Mercedes has a 36-point cushion over Red Bull in the constructors’ championship, but its lead driver Lewis Hamilton is six points off Max Verstappen in the drivers’ title race.
It has been a title contest that has had plenty of needle, and not just because Hamilton and Verstappen have had two major collisions – with the Silverstone accident, in particular, prompting very strong rhetoric from Red Bull and an equally stern defence of Hamilton from Mercedes.
There have been other major points of contention, including pitstops and questions over extra engine power on both sides, while even before the Silverstone clash Wolff had gone as far as to refer to Horner as a “windbag” after Horner had advised him to “keep his mouth shut” over the early-season flexi-wing debate.
“I have no issue with Toto but we are very different people,” said Horner in an interview with British broadsheet The Guardian ahead of this weekend’s United States Grand Prix.
“I tend to be quite straight and quite direct, that’s the way I’ve always operated. He operates in a different way but I have a lot of respect for what he’s done.”
He added later: “He [Wolff] came into the sport with Mercedes in 2013 and the structure was already in place. Ross Brawn had built that team. Lewis had already been signed.

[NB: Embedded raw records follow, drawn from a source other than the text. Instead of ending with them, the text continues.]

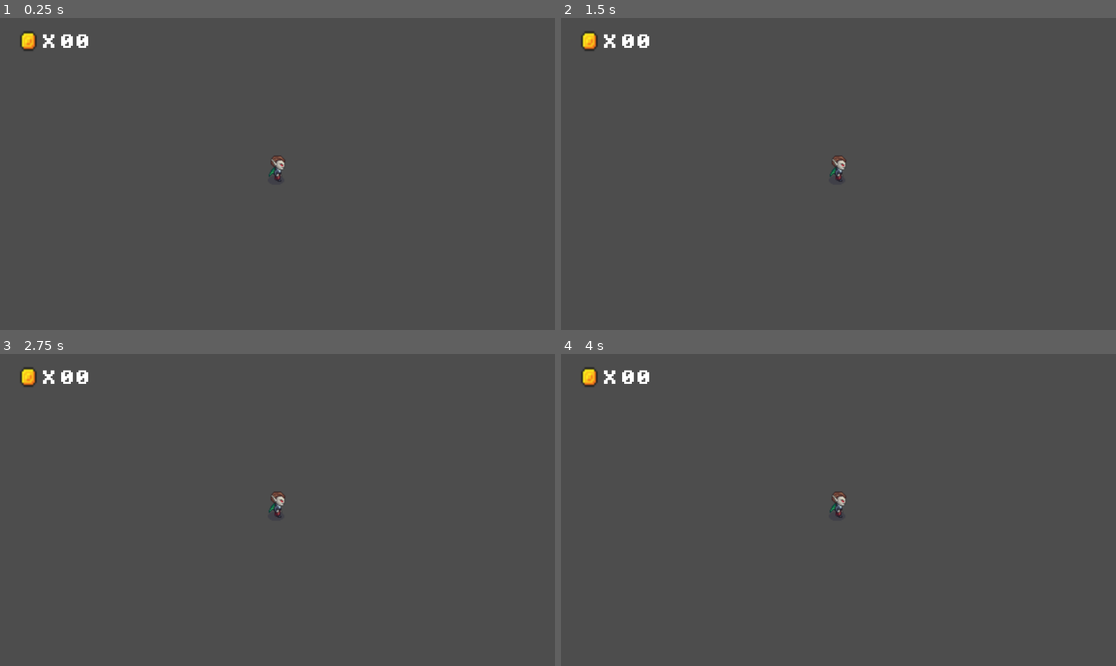
Above: before the commit, frames 1-4 (two rows, left to right).
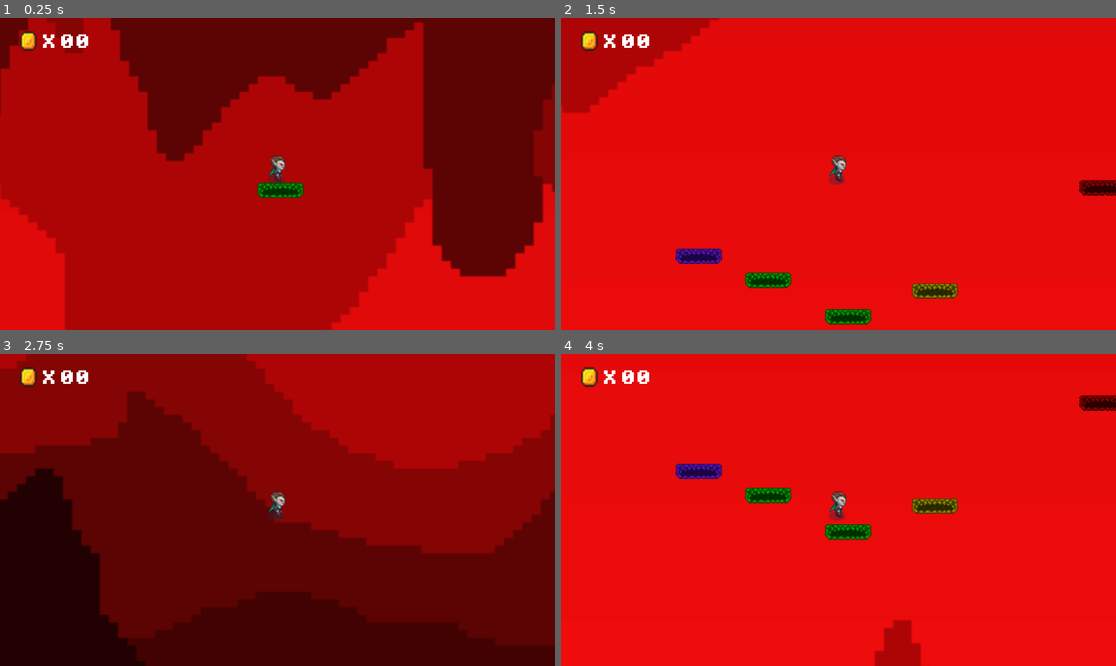
Above: after the commit, the same moments.

Repository: XxJuanelox622/Pixel_Jump_1
Game: Godot game, scene res://Level1.tscn
Same seed, same stepped clock (60 frames per second), same inputs: the game is played once before the commit and once after it. This scene is started directly instead of the project's main scene.
Inputs:
- Up to frame 1 (0.25 s): no input
- Up to frame 2 (1.5 s): tap Enter at 0.5 s; hold Right (ui_right) from 0.53 s (still down); tap E (recoger_objeto) at 0.6, 1.35 s; tap Up (ui_up) at 0.77 s
- Up to frame 3 (2.75 s): tap Up (ui_up) at 1.52 s; release Right (ui_right) at 2.03 s; hold Left (ui_left) from 2.03 s (still down); tap E (recoger_objeto) at 2.1 s
- Up to frame 4 (4 s): release Left (ui_left) at 2.78 s; hold Right (ui_right) from 2.78 s (still down); tap E (recoger_objeto) at 2.85, 3.6 s; tap Up (ui_up) at 3.02, 3.77 s

The runs differ from the first frame. In frame 1, 100% of the frame differs, in the area x 0-100%, y 0-100%; in frame 2, 100%; in frame 3, 100%; in frame 4, 100%.

Commit message:
Niveles_VF

Diff:
--- a/Level1.tscn
+++ b/Level1.tscn
@@ -1,17 +1,127 @@
-[gd_scene load_steps=3 format=3 uid="uid://y48o61oob1a"]
+[gd_scene load_steps=8 format=3 uid="uid://y48o61oob1a"]
 
+[ext_resource type="Texture2D" uid="uid://h3f6u6r8wbft" path="res://Preview.png" id="1_dn5ey"]
 [ext_resource type="PackedScene" uid="uid://cnc60ffuvqs6m" path="res://personaje.tscn" id="1_mc20k"]
 [ext_resource type="PackedScene" uid="uid://b6ymp714b6m4c" path="res://hub.tscn" id="2_cove1"]
+[ext_resource type="PackedScene" uid="uid://biofxf4yqfjwu" path="res://plataforma.tscn" id="2_lmyl5"]
+[ext_resource type="Texture2D" uid="uid://dtx5ch3e11g0n" path="res://Ship_portal_32x32.png" id="4_mlbie"]
+
+[sub_resource type="RectangleShape2D" id="RectangleShape2D_s3sxq"]
+size = Vector2(4847, 660.5)
+
+[sub_resource type="CircleShape2D" id="CircleShape2D_dn5ey"]
+radius = 27.074
 
 [node name="Node2D" type="Node2D"]
 
-[node name="Portal" type="Area2D" parent="."]
+[node name="Reset_area2" type="Area2D" parent="."]
 
-[node name="Sprite2D" type="Sprite2D" parent="Portal"]
+[node name="CollisionShape2D" type="CollisionShape2D" parent="Reset_area2"]
+position = Vector2(454.5, 1693.75)
+shape = SubResource("RectangleShape2D_s3sxq")
 
-[node name="CollisionShape2D" type="CollisionShape2D" parent="Portal/Sprite2D"]
+[node name="Portal1" type="Area2D" parent="."]
+position = Vector2(0, 1)
+
+[node name="Sprite2D2" type="Sprite2D" parent="Portal1"]
+position = Vector2(468, 343)
+scale = Vector2(2.38477, 1.99707)
+texture = ExtResource("1_dn5ey")
+
+[node name="Plataforma" parent="Portal1" instance=ExtResource("2_lmyl5")]
+position = Vector2(43, 62)
+
+[node name="Plataforma2" parent="Portal1" instance=ExtResource("2_lmyl5")]
+position = Vector2(85, 444)
+tipo = 4
+
+[node name="Plataforma3" parent="Portal1" instance=ExtResource("2_lmyl5")]
+position = Vector2(157, 469)
+
+[node name="Plataforma4" parent="Portal1" instance=ExtResource("2_lmyl5")]
+position = Vector2(240, 507)
+
+[node name="Plataforma5" parent="Portal1" instance=ExtResource("2_lmyl5")]
+position = Vector2(330, 480)
+tipo = 3
+
+[node name="Plataforma6" parent="Portal1" instance=ExtResource("2_lmyl5")]
+position = Vector2(589, 333)
+tipo = 2
+
+[node name="Plataforma7" parent="Portal1" instance=ExtResource("2_lmyl5")]
+position = Vector2(504, 373)
+tipo = 2
+
+[node name="Plataforma8" parent="Portal1" instance=ExtResource("2_lmyl5")]
+position = Vector2(674, 373)
+tipo = 2
+
+[node name="Plataforma9" parent="Portal1" instance=ExtResource("2_lmyl5")]
+position = Vector2(763, 354)
+tipo = 2
+
+[node name="Plataforma10" parent="Portal1" instance=ExtResource("2_lmyl5")]
+position = Vector2(838, 632)
+
+[node name="Plataforma11" parent="Portal1" instance=ExtResource("2_lmyl5")]
+position = Vector2(935, 631)
+
+[node name="Plataforma12" parent="Portal1" instance=ExtResource("2_lmyl5")]
+position = Vector2(999, 633)
+tipo = 1
+
+[node name="Plataforma13" parent="Portal1" instance=ExtResource("2_lmyl5")]
+position = Vector2(1132, 634)
+tipo = 3
+
+[node name="Plataforma14" parent="Portal1" instance=ExtResource("2_lmyl5")]
+position = Vector2(1228, 599)
+tipo = 3
+
+[node name="Plataforma15" parent="Portal1" instance=ExtResource("2_lmyl5")]
+position = Vector2(1323, 545)
+tipo = 3
+
+[node name="Plataforma16" parent="Portal1" instance=ExtResource("2_lmyl5")]
+position = Vector2(1410, 504)
+tipo = 4
+
+[node name="Plataforma17" parent="Portal1" instance=ExtResource("2_lmyl5")]
+position = Vector2(1504, 478)
+
+[node name="Plataforma18" parent="Portal1" instance=ExtResource("2_lmyl5")]
+position = Vector2(1596, 436)
+
+[node name="Plataforma19" parent="Portal1" instance=ExtResource("2_lmyl5")]
+position = Vector2(1685, 396)
+tipo = 3
+
+[node name="Plataforma20" parent="Portal1" instance=ExtResource("2_lmyl5")]
+position = Vector2(1553, 211)
+tipo = 2
+
+[node name="Plataforma21" parent="Portal1" instance=ExtResource("2_lmyl5")]
+position = Vector2(1458, 180)
+tipo = 2
+
+[node name="Plataforma22" parent="Portal1" instance=ExtResource("2_lmyl5")]
+position = Vector2(1356, 142)
+
+[node name="CollisionShape2D" type="CollisionShape2D" parent="Portal1"]
+position = Vector2(1328, 29)
+shape = SubResource("CircleShape2D_dn5ey")
 
 [node name="Personaje" parent="." instance=ExtResource("1_mc20k")]
 position = Vector2(40, 26)
 
+[node name="Sprite2D" type="Sprite2D" parent="."]
+position = Vector2(1327, 29)
+scale = Vector2(1.63889, 1.59375)
+texture = ExtResource("4_mlbie")
+hframes = 8
+
 [node name="hub" parent="." instance=ExtResource("2_cove1")]
+
+[connection signal="body_entered" from="Reset_area2" to="Personaje" method="_on_reset_area_2_body_entered"]
+[connection signal="body_entered" from="Portal1" to="Personaje" method="_on_portal1_body_entered"]
--- a/Level2.tscn
+++ b/Level2.tscn
@@ -1,25 +1,225 @@
-[gd_scene load_steps=4 format=3 uid="uid://buj40gi1ure7b"]
+[gd_scene load_steps=7 format=3 uid="uid://buj40gi1ure7b"]
 
 [ext_resource type="Texture2D" uid="uid://h3f6u6r8wbft" path="res://Preview.png" id="1_q04gf"]
 [ext_resource type="PackedScene" uid="uid://cnc60ffuvqs6m" path="res://personaje.tscn" id="2_s8dg4"]
+[ext_resource type="PackedScene" uid="uid://biofxf4yqfjwu" path="res://plataforma.tscn" id="3_ex07k"]
+[ext_resource type="Texture2D" uid="uid://dtx5ch3e11g0n" path="res://Ship_portal_32x32.png" id="4_psxy2"]
 
 [sub_resource type="RectangleShape2D" id="RectangleShape2D_ex07k"]
 size = Vector2(6468, 985)
 
+[sub_resource type="CircleShape2D" id="CircleShape2D_ex07k"]
+radius = 16.0
+
 [node name="Node2D" type="Node2D"]
+
+[node name="reset_area3" type="Area2D" parent="."]
+
+[node name="CollisionShape2D" type="CollisionShape2D" parent="reset_area3"]
+position = Vector2(27, 1529.5)
+shape = SubResource("RectangleShape2D_ex07k")
 
 [node name="Sprite2D" type="Sprite2D" parent="."]
 position = Vector2(31.5001, -393.5)
 scale = Vector2(3.16455, 2.78418)
 texture = ExtResource("1_q04gf")
 
-[node name="reset_area3" type="Area2D" parent="."]
-
-[node name="CollisionShape2D" type="CollisionShape2D" parent="reset_area3"]
-position = Vector2(27, 1529.5)
-shape = SubResource("RectangleShape2D_ex07k")
-
 [node name="Personaje" parent="." instance=ExtResource("2_s8dg4")]
-position = Vector2(-2107, -245)
-
-[connection signal="body_exited" from="reset_area3" to="Personaje" method="_on_reset_area_3_body_exited"]
+position = Vector2(-3, 1)
+
+[node name="Plataforma" parent="." instance=ExtResource("3_ex07k")]
+position = Vector2(-5, 42)
+
+[node name="Plataforma2" parent="." instance=ExtResource("3_ex07k")]
+position = Vector2(61, 323)
+tipo = 2
+
+[node name="Plataforma3" parent="." instance=ExtResource("3_ex07k")]
+position = Vector2(245, 326)
+tipo = 2
+
+[node name="Plataforma4" parent="." instance=ExtResource("3_ex07k")]
+position = Vector2(370, 569)
+tipo = 3
+
+[node name="Plataforma5" parent="." instance=ExtResource("3_ex07k")]
+position = Vector2(506, 253)
+tipo = 1
+
+[node name="Plataforma6" parent="." instance=ExtResource("3_ex07k")]
+position = Vector2(685, 253)
+
+[node name="Plataforma7" parent="." instance=ExtResource("3_ex07k")]
+position = Vector2(789, 194)
+
+[node name="Plataforma8" parent="." instance=ExtResource("3_ex07k")]
+position = Vector2(884, 147)
+
+[node name="Plataforma9" parent="." instance=ExtResource("3_ex07k")]
+position = Vector2(1002, 576)
+tipo = 4
+
+[node name="Plataforma10" parent="." instance=ExtResource("3_ex07k")]
+position = Vector2(1120, 451)
+
+[node name="Plataforma11" parent="." instance=ExtResource("3_ex07k")]
+position = Vector2(1249, 382)
+tipo = 3
+
+[node name="Plataforma12" parent="." instance=ExtResource("3_ex07k")]
+position = Vector2(1355, 246)
+tipo = 3
+
+[node name="Plataforma13" parent="." instance=ExtResource("3_ex07k")]
+position = Vector2(1478, 118)
+tipo = 3
+
+[node name="Plataforma14" parent="." instance=ExtResource("3_ex07k")]
+position = Vector2(1647, 65)
+
+[node name="Plataforma15" parent="." instance=ExtResource("3_ex07k")]
+position = Vector2(1780, 82)
+
+[node name="Plataforma16" parent="." instance=ExtResource("3_ex07k")]
+position = Vector2(1841, 152)
+
+[node name="Plataforma17" parent="." instance=ExtResource("3_ex07k")]
+position = Vector2(1959, 103)
+
+[node name="Plataforma18" parent="." instance=ExtResource("3_ex07k")]
+position = Vector2(2069, 161)
+
+[node name="Plataforma19" parent="." instance=ExtResource("3_ex07k")]
+position = Vector2(2185, 109)
+
+[node name="Plataforma20" parent="." instance=ExtResource("3_ex07k")]
+position = Vector2(2280, 166)
+
+[node name="Plataforma21" parent="." instance=ExtResource("3_ex07k")]
+position = Vector2(2371, 119)
+tipo = 2
+
+[node name="Plataforma22" parent="." instance=ExtResource("3_ex07k")]
+position = Vector2(2498, 162)
+
+[node name="Plataforma23" parent="." instance=ExtResource("3_ex07k")]
+position = Vector2(2379, 432)
+
+[node name="Plataforma24" parent="." instance=ExtResource("3_ex07k")]
+position = Vector2(2241, 507)
+tipo = 1
+
+[node name="Plataforma25" parent="." instance=ExtResource("3_ex07k")]
+position = Vector2(2087, 576)
+
+[node name="Plataforma26" parent="." instance=ExtResource("3_ex07k")]
+position = Vector2(1925, 687)
+tipo = 3
+
+[node name="Plataforma27" parent="." instance=ExtResource("3_ex07k")]
+position = Vector2(1601, 814)
+tipo = 2
+
+[node name="Plataforma28" parent="." instance=ExtResource("3_ex07k")]
+position = Vector2(1424, 834)
+tipo = 2
+
+[node name="Plataforma29" parent="." instance=ExtResource("3_ex07k")]
+position = Vector2(1238, 875)
+tipo = 2
+
+[node name="Plataforma30" parent="." instance=ExtResource("3_ex07k")]
+position = Vector2(1052, 902)
+tipo = 2
+
+[node name="Plataforma31" parent="." instance=ExtResource("3_ex07k")]
+position = Vector2(858, 921)
+tipo = 3
+
+[node name="Plataforma32" parent="." instance=ExtResource("3_ex07k")]
+position = Vector2(773, 830)
+tipo = 4
+
+[node name="Plataforma33" parent="." instance=ExtResource("3_ex07k")]
+position = Vector2(677, 787)
+tipo = 4
+
+[node name="Plataforma34" parent="." instance=ExtResource("3_ex07k")]
+position = Vector2(903, 550)
+tipo = 4
+
+[node name="Plataforma35" parent="." instance=ExtResource("3_ex07k")]
+position = Vector2(552, 924)
+
+[node name="Plataforma36" parent="." instance=ExtResource("3_ex07k")]
+position = Vector2(393, 937)
+
+[node name="Plataforma37" parent="." instance=ExtResource("3_ex07k")]
+position = Vector2(223, 942)
+
+[node name="Plataforma38" parent="." instance=ExtResource("3_ex07k")]
+position = Vector2(39, 903)
+
+[node name="Plataforma39" parent="." instance=ExtResource("3_ex07k")]
+position = Vector2(-113, 849)
+
+[node name="Plataforma40" parent="." instance=ExtResource("3_ex07k")]
+position = Vector2(106, 399)
+tipo = 4
+
+[node name="Plataforma41" parent="." instance=ExtResource("3_ex07k")]
+position = Vector2(149, 399)
+tipo = 4
+
+[node name="Plataforma42" parent="." instance=ExtResource("3_ex07k")]
+position = Vector2(198, 399)
+tipo = 4
+
+[node name="Plataforma43" parent="." instance=ExtResource("3_ex07k")]
+position = Vector2(-289, 862)
+tipo = 3
+
+[node name="Plataforma44" parent="." instance=ExtResource("3_ex07k")]
+position = Vector2(-541, 853)
+tipo = 3
+
+[node name="Plataforma45" parent="." instance=ExtResource("3_ex07k")]
+position = Vector2(-713, 728)
+
+[node name="Plataforma46" parent="." instance=ExtResource("3_ex07k")]
+position = Vector2(-909, 645)
+tipo = 3
+
+[node name="Plataforma47" parent="." instance=ExtResource("3_ex07k")]
+position = Vector2(-128, 190)
+tipo = 4
+
+[node name="Plataforma48" parent="." instance=ExtResource("3_ex07k")]
+position = Vector2(-176, 188)
+tipo = 4
+
+[node name="Plataforma49" parent="." instance=ExtResource("3_ex07k")]
+position = Vector2(-79, 188)
+tipo = 4
+
+[node name="Plataforma50" parent="." instance=ExtResource("3_ex07k")]
+position = Vector2(-225, 188)
+tipo = 4
+
+[node name="Plataforma51" parent="." instance=ExtResource("3_ex07k")]
+position = Vector2(-272, 185)
+tipo = 4
+
+[node name="Portal2" type="Area2D" parent="Plataforma51"]
+
+[node name="Sprite2D" type="Sprite2D" parent="Plataforma51/Portal2"]
+position = Vector2(-787, 286)
+texture = ExtResource("4_psxy2")
+hframes = 8
+
+[node name="CollisionShape2D" type="CollisionShape2D" parent="Plataforma51/Portal2"]
+position = Vector2(-787, 285)
+shape = SubResource("CircleShape2D_ex07k")
+
+[connection signal="body_entered" from="reset_area3" to="Personaje" method="_on_reset_area_3_body_entered"]
+[connection signal="body_exited" from="Plataforma51/Portal2" to="Personaje" method="_on_portal_2_body_exited"]
--- a/nivel0.tscn
+++ b/nivel0.tscn
@@ -1,10 +1,9 @@
-[gd_scene load_steps=9 format=3 uid="uid://d3hy3uk8vrjfc"]
+[gd_scene load_steps=8 format=3 uid="uid://d3hy3uk8vrjfc"]
 
 [ext_resource type="Texture2D" uid="uid://dtx5ch3e11g0n" path="res://Ship_portal_32x32.png" id="1_jx64p"]
 [ext_resource type="PackedScene" uid="uid://cnc60ffuvqs6m" path="res://personaje.tscn" id="2_jx64p"]
 [ext_resource type="PackedScene" uid="uid://biofxf4yqfjwu" path="res://plataforma.tscn" id="3_wmlxa"]
 [ext_resource type="Texture2D" uid="uid://h3f6u6r8wbft" path="res://Preview.png" id="4_wmlxa"]
-[ext_resource type="PackedScene" uid="uid://dc4q7l1bjqldp" path="res://Objeto.tscn" id="5_hjuvm"]
 [ext_resource type="PackedScene" uid="uid://b6ymp714b6m4c" path="res://hub.tscn" id="6_3213g"]
 
 [sub_resource type="RectangleShape2D" id="RectangleShape2D_elrdk"]
@@ -47,8 +46,7 @@
 position = Vector2(375, 106)
 
 [node name="Plataforma3" parent="." instance=ExtResource("3_wmlxa")]
-position = Vector2(257, 106)
-tipo = 2
+position = Vector2(249, 200)
 
 [node name="Plataforma4" parent="." instance=ExtResource("3_wmlxa")]
 position = Vector2(448, 79)
@@ -74,12 +72,6 @@
 [node name="Plataforma8" parent="." instance=ExtResource("3_wmlxa")]
 position = Vector2(746, 108)
 
-[node name="Node2D" parent="." instance=ExtResource("5_hjuvm")]
-position = Vector2(256, 111)
-
-[node name="Node2D2" parent="." instance=ExtResource("5_hjuvm")]
-position = Vector2(163, 102)
-
 [node name="hub" parent="." instance=ExtResource("6_3213g")]
 
 [node name="Plataforma10" parent="." instance=ExtResource("3_wmlxa")]
--- a/personaje.gd
+++ b/personaje.gd
@@ -35,10 +35,26 @@
 	get_node("/root/world/HUB").update_count(puntaje)
 
 
+@warning_ignore("unused_parameter")
 func _on_Portal_body_entered(body: Node2D) -> void:
 	get_tree().change_scene_to_file("res://Level1.tscn")
 	pass # Replace with function body.
 
 
+@warning_ignore("unused_parameter")
 func _on_reset_area_2_body_entered(body: Node2D) -> void:
+	get_tree().reload_current_scene()
 	pass # Replace with function body.
+
+func _on_portal1_body_entered(body: Node2D) -> void:
+	get_tree().change_scene_to_file("res://Level2.tscn")
+	pass # Replace with function body.
+
+func _on_portal_2_body_exited(body: Node2D) -> void:
+	get_tree().change_scene_to_file("res://Level0.tscn")
+	pass # Replace with function body.
+
+
+func _on_reset_area_3_body_entered(body: Node2D) -> void:
+	get_tree().reload_current_scene()
+	pass # Replace with function body.

“Toto’s done a tremendous job operating the team and maintaining their performance. But of course, he’s never experienced anything other than winning. So it’s a different type of pressure now. It’s tough.”
Horner’s comments can be read as a subtle dig, and are at the very least curious given Wolff is widely regarded as having played a pivotal role in establishing the much-praised current culture of the Brackley-based Mercedes F1 outfit.
However, given Wolff arrived in January of 2013, having previously been at Williams, it is accurate to point out that both Hamilton’s signature and the preparations key to Mercedes’ early success in the hybrid era had already been long in place for that point.
But Wolff’s team did also face stern challenges from Ferrari in both 2017 and 2018, in which eventual victory was far from a given, even if ultimately Mercedes would prevail with multiple races to spare.
Horner, who has been team principal at Red Bull since the very beginning in 2005, oversaw its rise and eventual four-year period of dominance that preceded Mercedes’ V6 supremacy.
“Compared to the championship years when we were competing with Ferrari and McLaren from 2010 to 2013 this has been very different,” Horner said. “There is an awful lot more going on behind the scenes, constant campaigning of the FIA with all aspects of our car.
“You have to defend yourself if you come under attack as we have from the very beginning of the year – whether it was the concept of the aerodynamics with the FIA to pit stops to other aspects of the chassis, you name it.”